=== Section Start ===
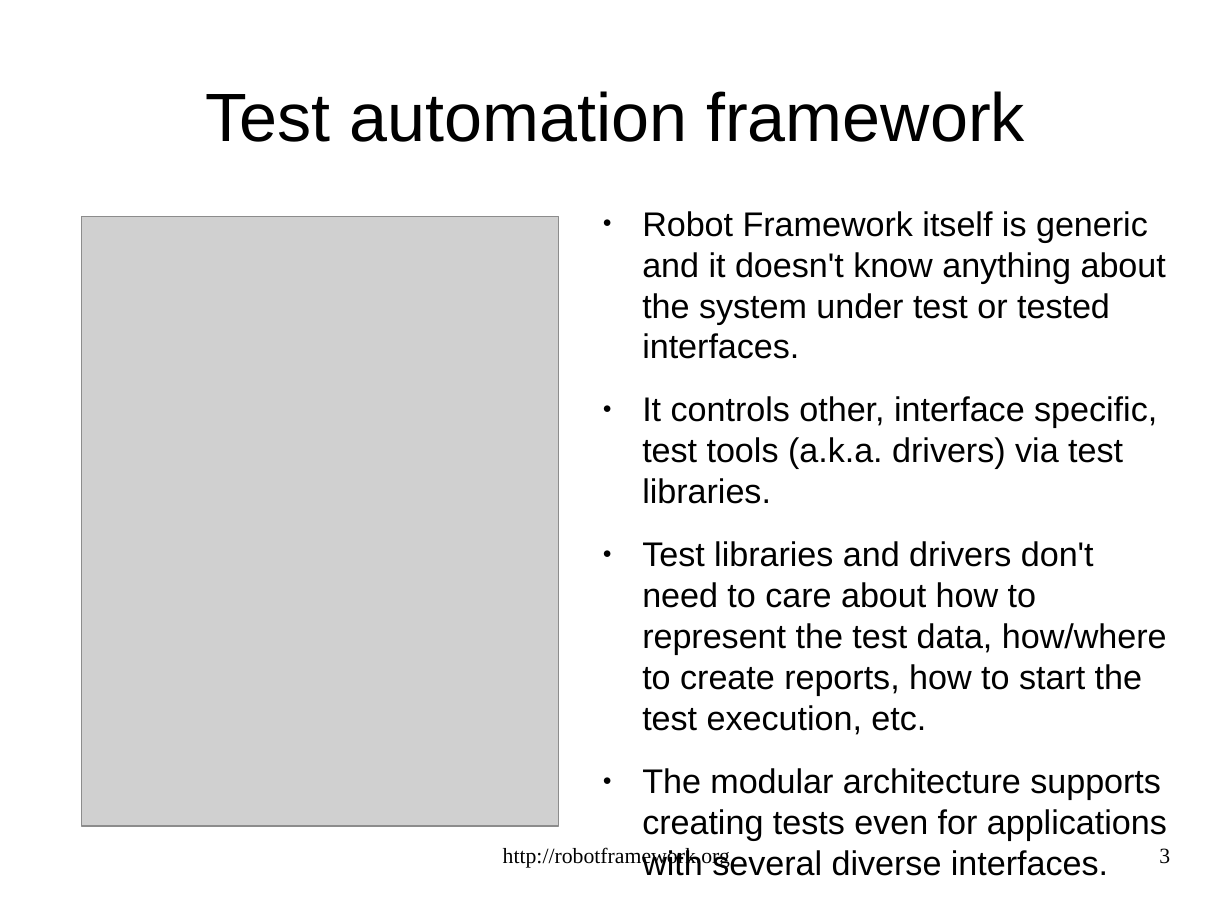
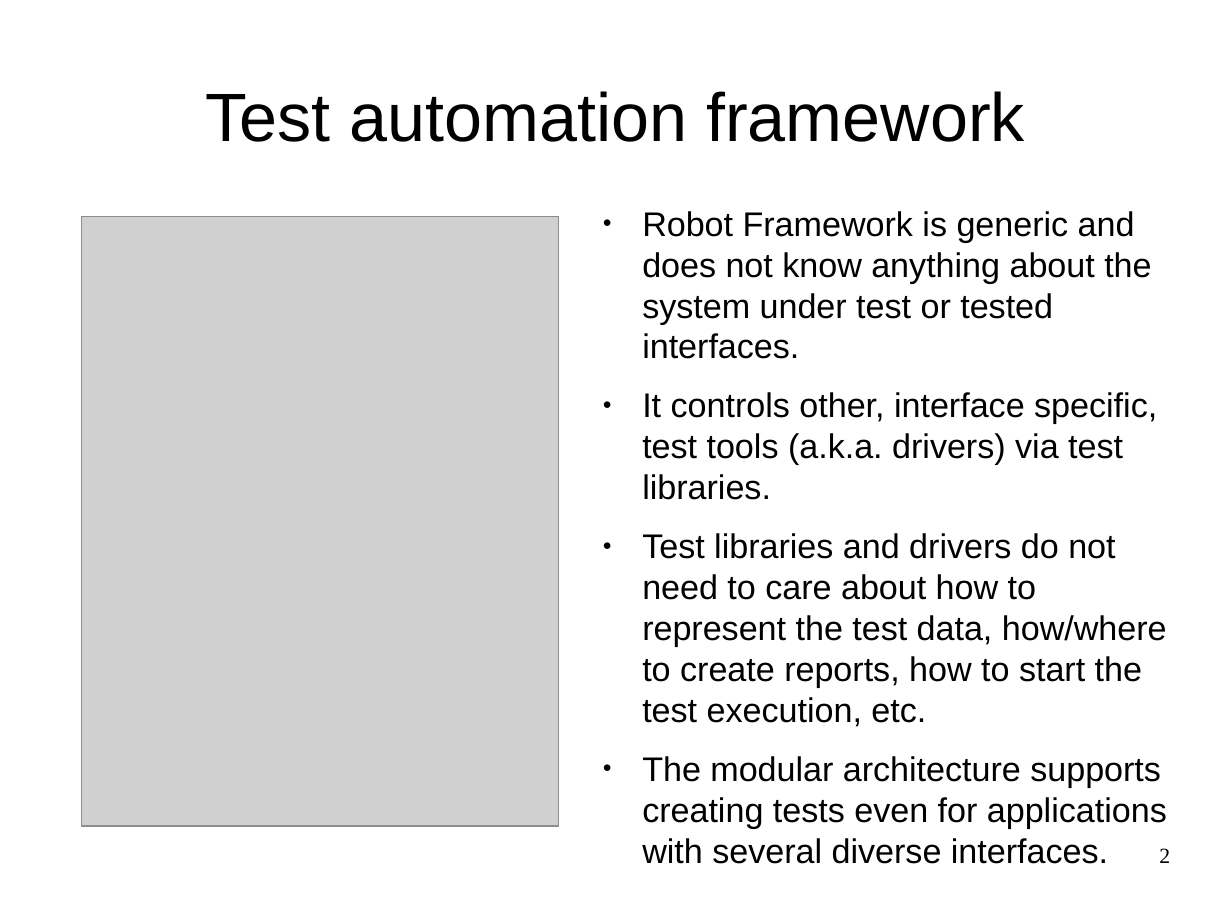
Before and after one commit to gdw2/robot-framework, a slide deck: slide 2 of proto/slides/demoslides.odp (slide 3 before the commit). Drawn at 1232x924 pixels with LibreOffice and Linux fonts; fonts in the diff are those of the drawing; grey boxes stand for pictures. Boxes give left, top, right and bottom in pixels: in the first picture for what was removed or moved away, otherwise in the second. Text is boxed around its words. In the diff, an @@ line names an element or a change of style, - is before the commit and + after.

```diff
--- a/proto/slides/demoslides.odp
+++ b/proto/slides/demoslides.odp
@@ text at (x1=642, y1=211, x2=1151, y2=359): text changed @@
-● Robot Framework itself is generic and it doesn't know anything about the system under test or tested interfaces.
+● Robot Framework is generic and does not know anything about the system under test or tested interfaces.
@@ text at (x1=642, y1=392, x2=1167, y2=864): less space between paragraphs @@
@@ text at (x1=642, y1=533, x2=1167, y2=727): text changed @@
-● Test libraries and drivers don't need to care about how to represent the test data, how/where to create reports, how to start the test execution, etc.
+● Test libraries and drivers do not need to care about how to represent the test data, how/where to create reports, how to start the test execution, etc.
@@ text removed at (x1=503, y1=847, x2=730, y2=868) @@
-http://robotframework.org
@@ page number at (x1=1159, y1=848, x2=1170, y2=863): text changed @@
-3
+2
```
Also in this commit, not shown: 25 other slides changed, 1 slide added, 1 slide removed.
=== Section End ===
**TASK DIRECTIONS:** Go through the entries above and write them out again exactly, images left behind.

**TASK OUTPUT:**
Before and after one commit to gdw2/robot-framework, a slide deck: slide 2 of proto/slides/demoslides.odp (slide 3 before the commit). Drawn at 1232x924 pixels with LibreOffice and Linux fonts; fonts in the diff are those of the drawing; grey boxes stand for pictures. Boxes give left, top, right and bottom in pixels: in the first picture for what was removed or moved away, otherwise in the second. Text is boxed around its words. In the diff, an @@ line names an element or a change of style, - is before the commit and + after.

```diff
--- a/proto/slides/demoslides.odp
+++ b/proto/slides/demoslides.odp
@@ text at (x1=642, y1=211, x2=1151, y2=359): text changed @@
-● Robot Framework itself is generic and it doesn't know anything about the system under test or tested interfaces.
+● Robot Framework is generic and does not know anything about the system under test or tested interfaces.
@@ text at (x1=642, y1=392, x2=1167, y2=864): less space between paragraphs @@
@@ text at (x1=642, y1=533, x2=1167, y2=727): text changed @@
-● Test libraries and drivers don't need to care about how to represent the test data, how/where to create reports, how to start the test execution, etc.
+● Test libraries and drivers do not need to care about how to represent the test data, how/where to create reports, how to start the test execution, etc.
@@ text removed at (x1=503, y1=847, x2=730, y2=868) @@
-http://robotframework.org
@@ page number at (x1=1159, y1=848, x2=1170, y2=863): text changed @@
-3
+2
```
Also in this commit, not shown: 25 other slides changed, 1 slide added, 1 slide removed.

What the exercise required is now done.